REQUIREMENT
Scan the material below, then work out how many of its lines contain the word "Above"; reply with that number only.

MATERIALS PROVIDED
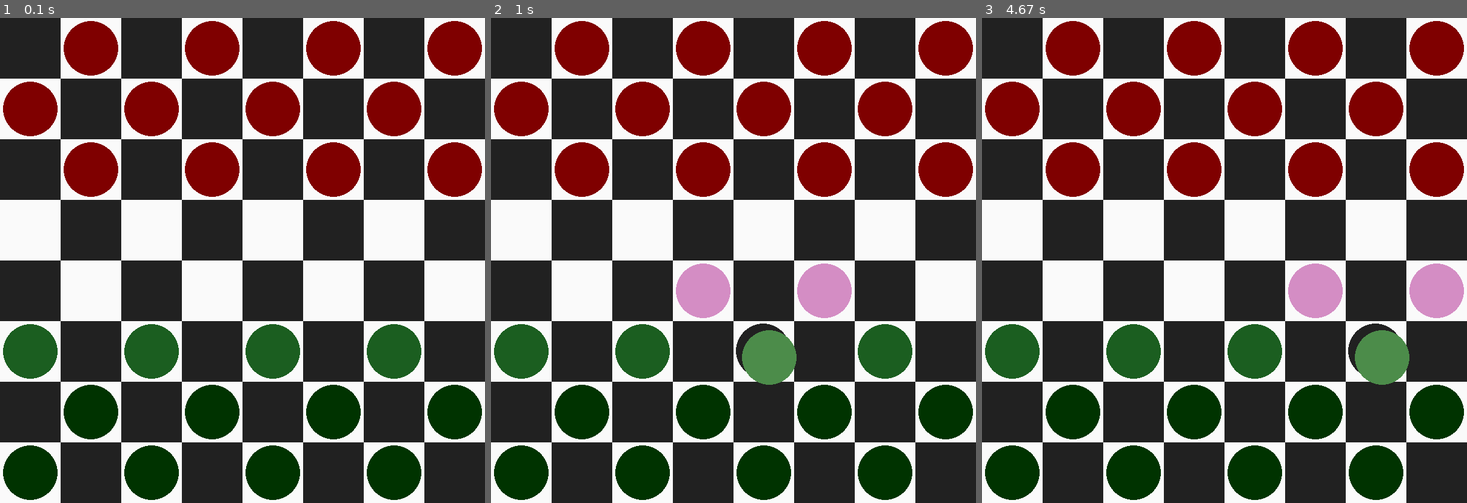
Above: before the commit, frames 1-3 (left to right).
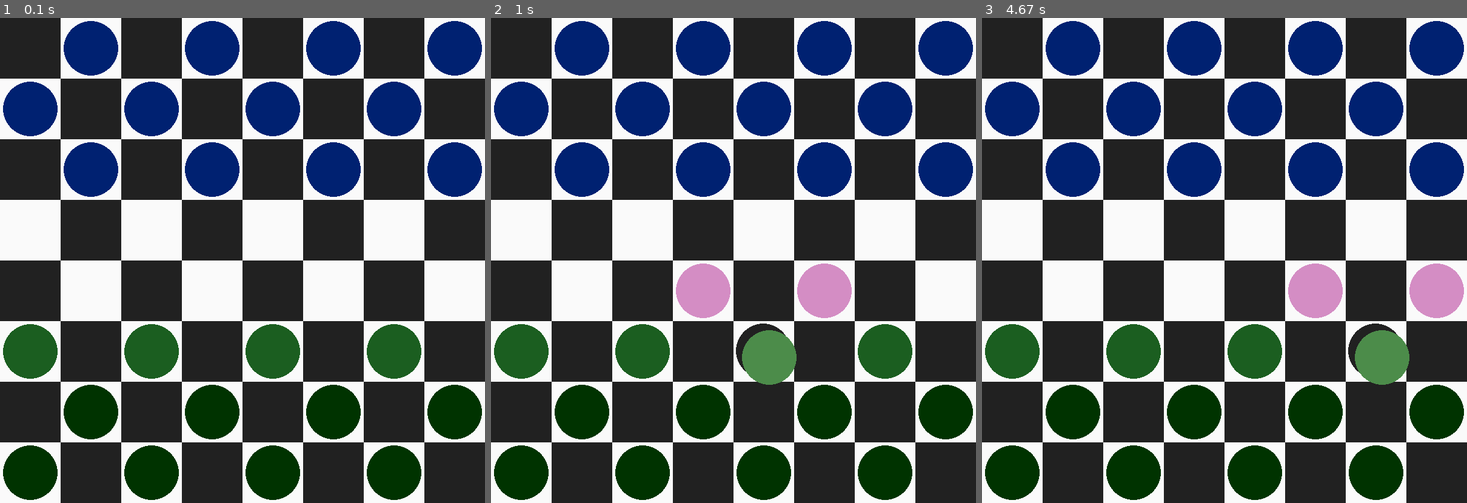
Above: after the commit, the same moments.

Repository: adamsvestka/Checkers
Game: pygame game, started from main.py
Same seed, same stepped clock (60 frames per second), same inputs: the game is played once before the commit and once after it.
Inputs (mouse positions are in pixels of both pictures, inside the frame that each line leads up to):
- Up to frame 1 (0.1 s): no input
- Up to frame 2 (1 s): click (733, 260) at 0.38 s; click (782, 367) at 0.85 s
- Up to frame 3 (4.67 s): move the mouse to (1074, 187) at 1.17 s; click (1074, 187) at 1.45 s; move the mouse to (1350, 338) at 4.27 s; click (1350, 338) at 4.62 s

The runs differ from the first frame. In frame 1, 12% of the frame differs, in the area x 0-100%, y 0-37%; in frame 2, 12%; in frame 3, 12%.

Commit message:
Added env interface & fixed tests

Diff:
--- a/checkers.py
+++ b/checkers.py
@@ -1,25 +1,24 @@
 from __future__ import annotations
 from typing import Generator, Optional
+from env import DEBUG, TARGET_TIME, MINIMUM_DEPTH
 from collections import defaultdict
 from dataclasses import dataclass
-from random import choices
-from os import environ
+from random import sample
 import sys
 import pygame
 
 import computer
 
-DEBUG = int(environ.get("DEBUG", "0"))
 
 COLOR_BLACK = pygame.Color(0x21, 0x21, 0x21)
 COLOR_WHITE = pygame.Color(0xfa, 0xfa, 0xfa)
 
 
 class ColorPalette:
-    def __init__(self, *params):
+    def __init__(self, *params: str):
         params = iter(params)
 
-        def parse_color():
+        def parse_color() -> pygame.Color:
             if string := next(params, None):
                 return pygame.Color(int(string[1:3], 16), int(string[3:5], 16), int(string[5:7], 16))
             else:
@@ -126,7 +125,7 @@
         return Player.Players[1 - Player.Players.index(self)]
 
 
-c1, c2 = choices(COLOR_PALETTES, k=2)
+c1, c2 = sample(COLOR_PALETTES, 2)
 
 Player.ONE = Player(c1, "Player")
 Player.TWO = Player(c2, "Computer")
@@ -149,7 +148,7 @@
         self.locked_piece: Optional[vec2] = None
 
         self.moves: defaultdict[vec2, list[vec2]] = defaultdict(list)
-        self.computer_data: tuple[list[tuple[vec2, vec2]], int, int, int] = ([], 0, 0, 5)
+        self.computer_data: tuple[list[tuple[vec2, vec2]], int, int, int] = ([], 0, TARGET_TIME, MINIMUM_DEPTH)
         self.generate_moves()
 
     def draw(self):
@@ -449,8 +448,8 @@
         print_text(0, f"Active player: {game.active_player.name}")
         print_text(1, f"Selected piece: {game.selected_piece}")
         print_text(2, f"Computer score: {game.computer_data[1]}")
-        print_text(2, f"Elapsed time: {game.computer_data[2]} / 2000")
-        print_text(2, f"Minimax depth: {game.computer_data[3]} / 7")
+        print_text(2, f"Elapsed time: {game.computer_data[2]} / {TARGET_TIME}")
+        print_text(2, f"Minimax depth: {game.computer_data[3]} / {MINIMUM_DEPTH}")
 
         width = max(map(pygame.Surface.get_width, surfaces))
         pygame.draw.rect(self.screen, (0, 0, 0), (0, 0, width, len(surfaces) * self.font_debug.get_height()))
--- a/computer.py
+++ b/computer.py
@@ -2,6 +2,7 @@
 from typing import TYPE_CHECKING, Generator
 if TYPE_CHECKING:
     from checkers import Board, Player, vec2
+from env import DEBUG, TARGET_TIME, MINIMUM_DEPTH
 
 import math
 import time
@@ -9,10 +10,6 @@
 from collections import defaultdict
 from dataclasses import dataclass
 from scipy.optimize import curve_fit
-from os import environ
-
-# 0: normal, 1: timing, 2: profiling, 3: dump
-DEBUG = int(environ.get("DEBUG", "0"))
 
 
 @dataclass
@@ -107,9 +104,8 @@
         return best
 
 
-target_duration = 1500
+depth = MINIMUM_DEPTH
 samples = []
-depth = 7
 
 
 def run(board: Board, player: Player) -> tuple[list[tuple[vec2, vec2]], int, int, int]:
@@ -137,6 +133,6 @@
     samples.append((depth, elapsed))
     def func(x, a): return a ** x
     (factor,), _ = curve_fit(func, *zip(*samples[-5:]))
-    depth = max(5, int(math.log(target_duration, factor)))
+    depth = max(MINIMUM_DEPTH, int(math.log(TARGET_TIME, factor)))
 
     return list(zip(moves, moves[1:])), score, int(elapsed), depth
--- /dev/null
+++ b/env.py
@@ -0,0 +1,19 @@
+import os
+os.environ['PYGAME_HIDE_SUPPORT_PROMPT'] = "hide"
+import pygame
+
+# 0: normal, 1: timing, 2: profiling, 3: minimax dump
+try:
+    DEBUG = int(os.environ.get("DEBUG", "0"))
+except:
+    DEBUG = 1
+
+try:
+    TARGET_TIME = int(os.environ.get("TARGET_TIME", "1500"))
+except:
+    TARGET_TIME = 1500
+
+try:
+    MINIMUM_DEPTH = int(os.environ.get("MINIMUM_DEPTH", "7"))
+except:
+    MINIMUM_DEPTH = 7
--- a/init.py
+++ /dev/null
@@ -1,12 +0,0 @@
-import os
-import sys
-os.environ['PYGAME_HIDE_SUPPORT_PROMPT'] = "hide"
-try:
-    if len(sys.argv) > 1:
-        DEBUG = int(sys.argv[1])
-    else:
-        DEBUG = int(os.environ.get("DEBUG", "0"))
-except:
-    DEBUG = 1
-os.environ["DEBUG"] = str(DEBUG)
-import pygame
--- a/main.py
+++ b/main.py
@@ -1,4 +1,9 @@
-import init
+# Checkers
+# Adam Švestka, I. ročník, 42. st. skupina
+# zimní semestr 2021/2022
+# Programování 1 (NPRG030)
+
+
 from checkers import Game
 
 game = Game()
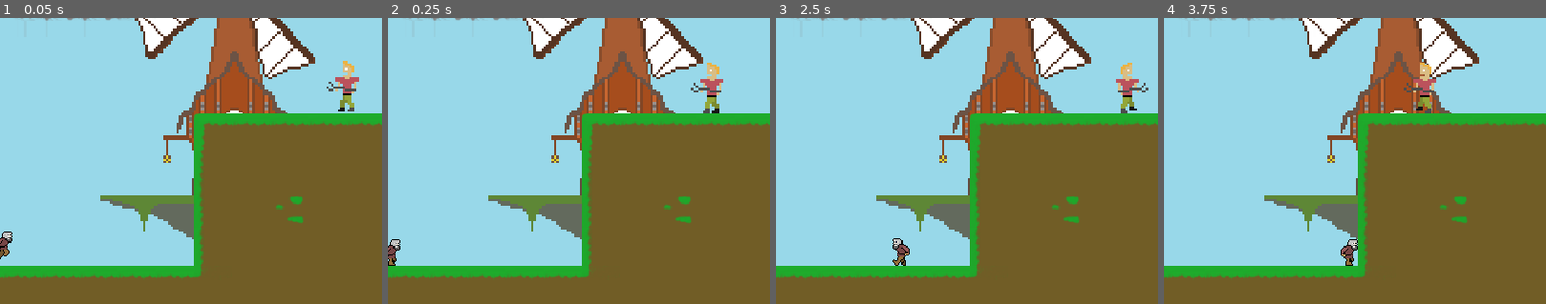
Above: before the commit, frames 1-4 (left to right).
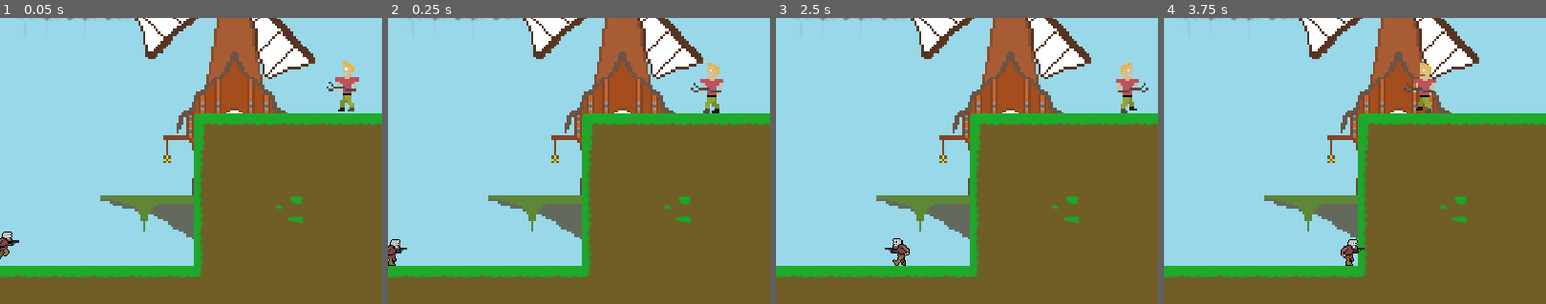
Above: after the commit, the same moments.

Repository: Kumodatsu/dream-within-a-dream
Game: Godot game, scene res://levels/Level_1.tscn
The game is run twice, just before and just after one commit, with the same random seed, the same clock (stepped at 60 frames per second) and the same inputs.
Inputs:
- Up to frame 1 (0.05 s): no input
- Up to frame 2 (0.25 s): no input
- Up to frame 3 (2.5 s): hold D (player_move_right) 0.53-2.03 s; tap W (player_jump) at 0.77, 1.52 s; hold A (player_move_left) from 2.03 s (still down)
- Up to frame 4 (3.75 s): release A (player_move_left) at 2.78 s; hold D (player_move_right) from 2.78 s (still down); tap W (player_jump) at 3.02 s
The pictures show only the part of the screen within x 5-55%, y 50-100%; the shares and areas given below are measured in that part.

The runs differ from the first frame. In frame 1, less than 0.1% of the frame differs, in the area x 2-5%, y 77-80%; in frame 2, less than 0.1%; in frame 3, less than 0.1%, in the area x 28-35%, y 79-83%; in frame 4, less than 0.1%.

Commit message:
Add Jacob's arm

Diff:
--- a/dream-within-a-dream/entities/Jacob.tscn
+++ b/dream-within-a-dream/entities/Jacob.tscn
@@ -1,7 +1,8 @@
-[gd_scene load_steps=4 format=2]
+[gd_scene load_steps=5 format=2]
 
 [ext_resource path="res://spriteframes/Jacob.tres" type="SpriteFrames" id=1]
 [ext_resource path="res://scripts/jacob.gd" type="Script" id=2]
+[ext_resource path="res://assets/sprites/jacob/jacob-arm.png" type="Texture" id=3]
 
 [sub_resource type="RectangleShape2D" id=1]
 extents = Vector2( 7.5, 12 )
@@ -10,11 +11,17 @@
 collision_mask = 30
 script = ExtResource( 2 )
 
+[node name="CollisionShape2D" type="CollisionShape2D" parent="."]
+position = Vector2( -2.5, 0 )
+shape = SubResource( 1 )
+
+[node name="Arm" type="Node2D" parent="."]
+position = Vector2( 5, -1.5 )
+
+[node name="Sprite" type="Sprite" parent="Arm"]
+texture = ExtResource( 3 )
+
 [node name="AnimatedSprite" type="AnimatedSprite" parent="."]
 frames = ExtResource( 1 )
 animation = "Idle"
 playing = true
-
-[node name="CollisionShape2D" type="CollisionShape2D" parent="."]
-position = Vector2( -2.5, 0 )
-shape = SubResource( 1 )
--- a/dream-within-a-dream/scripts/jacob.gd
+++ b/dream-within-a-dream/scripts/jacob.gd
@@ -1,17 +1,24 @@
 extends KinematicBody2D
 
+enum Direction {
+    LEFT  = -1,
+    RIGHT =  1
+}
+
 # Horizontal speed when moving.
-export var max_speed:      float = 120.0
+export            var max_speed:      float = 120.0
 # How fast the player accelerates down while airborne.
-export var gravity:        float = 20.0
+export            var gravity:        float = 20.0
 # The vertical speed at which the player stops accelerating while falling.
-export var max_fall_speed: float = 600.0
+export            var max_fall_speed: float = 600.0
 # Initial upwards speed when starting a jump.
-export var jump_force:     float = 390.0
+export            var jump_force:     float = 390.0
 # Number of airborne jumps that can be performed before touching the ground.
-export var max_air_jumps:  int   = 1
+export            var max_air_jumps:  int   = 1
 # Number of hits the player can take before dying.
-export var max_health:     int   = 3
+export            var max_health:     int   = 3
+# The direction the player is walking.
+export(Direction) var direction:      int   = Direction.RIGHT
 
 signal health_changed
 
@@ -21,6 +28,7 @@
 
 func _ready():
     emit_signal("health_changed", health, max_health)
+    change_direction(direction)
 
 func _physics_process(_delta: float):
     var on_floor = is_on_floor()
@@ -32,6 +40,8 @@
         velocity.x = -max_speed
     if Input.is_action_pressed("player_move_right"):
         velocity.x = max_speed
+    if velocity.x != 0.0 and direction != sign(velocity.x):
+        change_direction(-direction)
     velocity.y = clamp(velocity.y + gravity, -INF, max_fall_speed)
     if Input.is_action_just_pressed("player_jump") and can_jump(on_floor):
         jump(on_floor)
@@ -59,21 +69,23 @@
     var _ret = get_tree().reload_current_scene()
 
 func handle_animations(on_floor: bool):
-    var horizontally_still = abs(velocity.x) == 0.0
-    var facing_right       = velocity.x >= 0.0
-
-    if not horizontally_still:
-        $AnimatedSprite.flip_h       = not facing_right
-        $CollisionShape2D.position.x = -sign(velocity.x) \
-                                     * abs($CollisionShape2D.position.x)
-
     if not on_floor:
         $AnimatedSprite.play("Air")
-    elif not horizontally_still:
+    elif abs(velocity.x) != 0.0:
         $AnimatedSprite.play("Walk")
     else:
         $AnimatedSprite.play("Idle")
 
+func change_direction(dir: int):
+    direction              = dir
+    $AnimatedSprite.flip_h = direction == Direction.LEFT
+    $Arm/Sprite.flip_h     = direction == Direction.LEFT
+
+    $CollisionShape2D.position.x = -direction \
+                                 * abs($CollisionShape2D.position.x)
+    $Arm.position.x              = direction \
+                                 * abs($Arm.position.x)
+
 func _on_death_zone_entered(body: Node):
     if body == self:
         die()
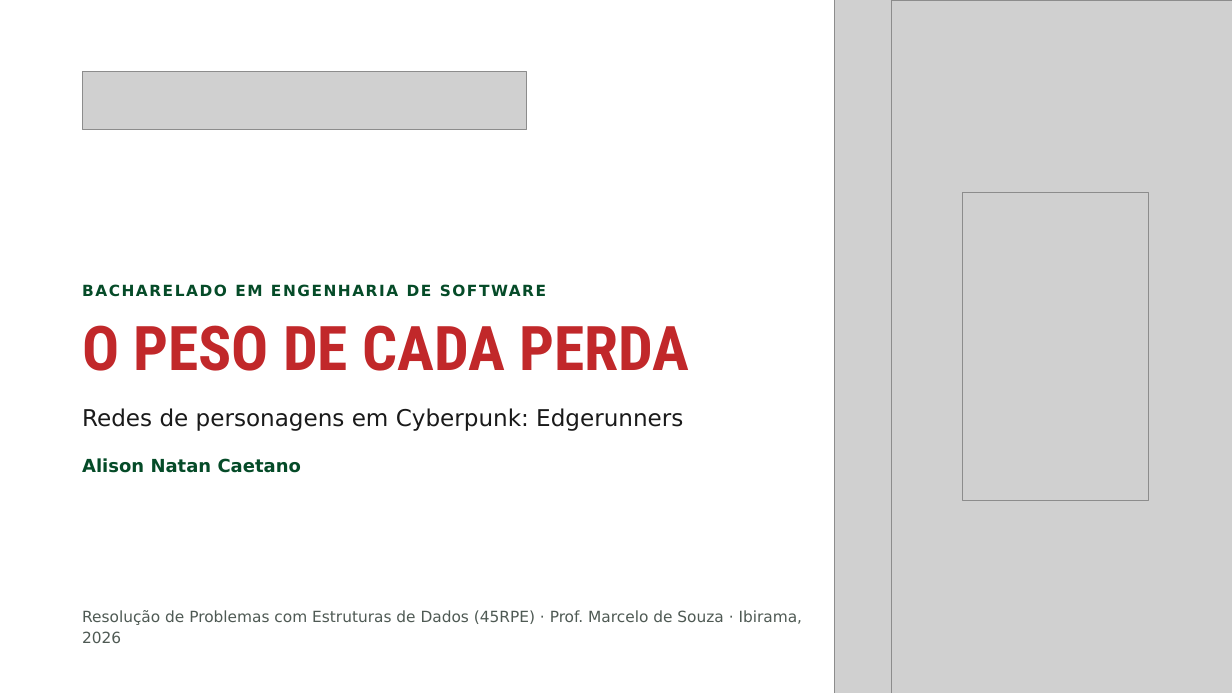
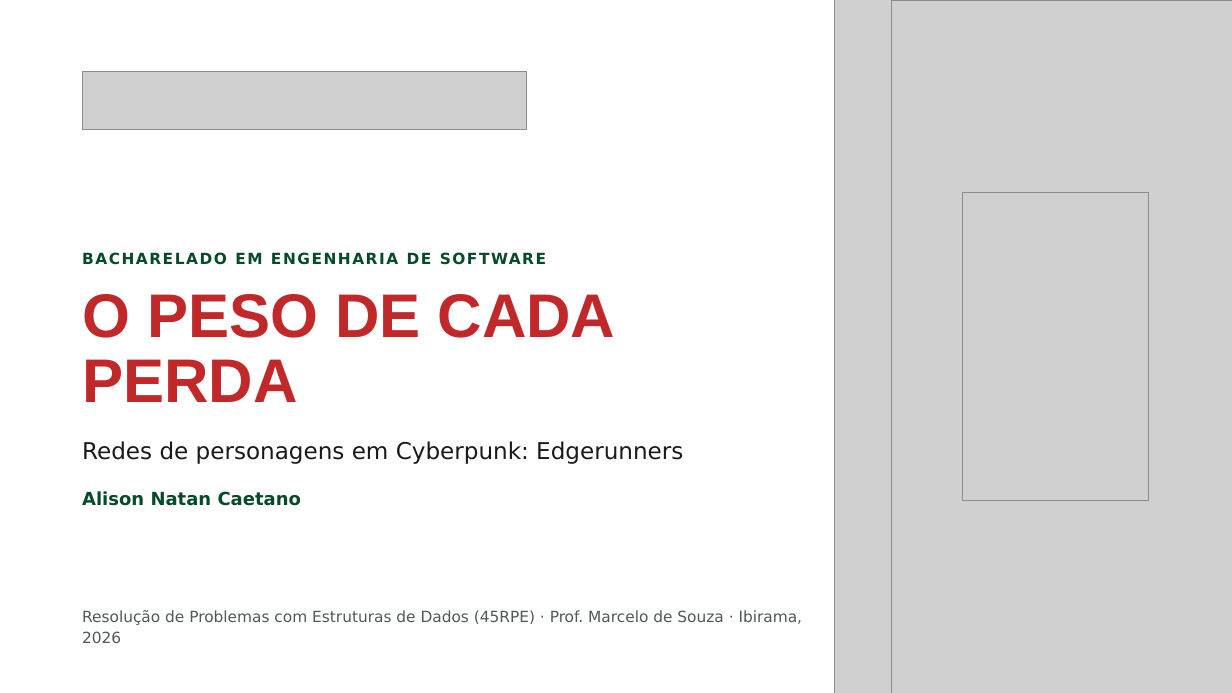
Before and after one commit to AlizonCaetano/dataset-cyberpunk, a slide deck: slide 1 of apresentacao.pptx. Drawn at 1232x693 pixels with LibreOffice and Linux fonts; fonts in the diff are those of the drawing; grey boxes stand for pictures. Boxes give left, top, right and bottom in pixels: in the first picture for what was removed or moved away, otherwise in the second. Text is boxed around its words. In the diff, an @@ line names an element or a change of style, - is before the commit and + after.

```diff
--- a/apresentacao.pptx
+++ b/apresentacao.pptx
@@ text "BACHARELADO EM ENGENHARIA DE SOFTWARE": place and size @@
-text "BACHARELADO EM ENGENHARIA DE SOFTWARE" at <box>235,284,546,297</box>
+text "BACHARELADO EM ENGENHARIA DE SOFTWARE" at <box>235,252,546,265</box>
@@ title "O PESO DE CADA PERDA": place and size @@
-title "O PESO DE CADA PERDA" at <box>82,325,689,371</box>
+title "O PESO DE CADA PERDA" at <box>82,294,616,402</box>
@@ title "O PESO DE CADA PERDA" at <box>82,294,616,402</box>: font Roboto Condensed to Arial @@
@@ text "Redes de personagens em Cyberpunk: ...": place and size @@
-text "Redes de personagens em Cyberpunk: ..." at <box>82,408,683,431</box>
+text "Redes de personagens em Cyberpunk: ..." at <box>82,441,683,464</box>
@@ text "Alison Natan Caetano": place and size @@
-text "Alison Natan Caetano" at <box>82,458,301,473</box>
+text "Alison Natan Caetano" at <box>82,491,301,506</box>
```
Also in this commit, not shown: 9 other slides changed, 20 slides added, 4 slides removed.

YOUR RESPONSE
4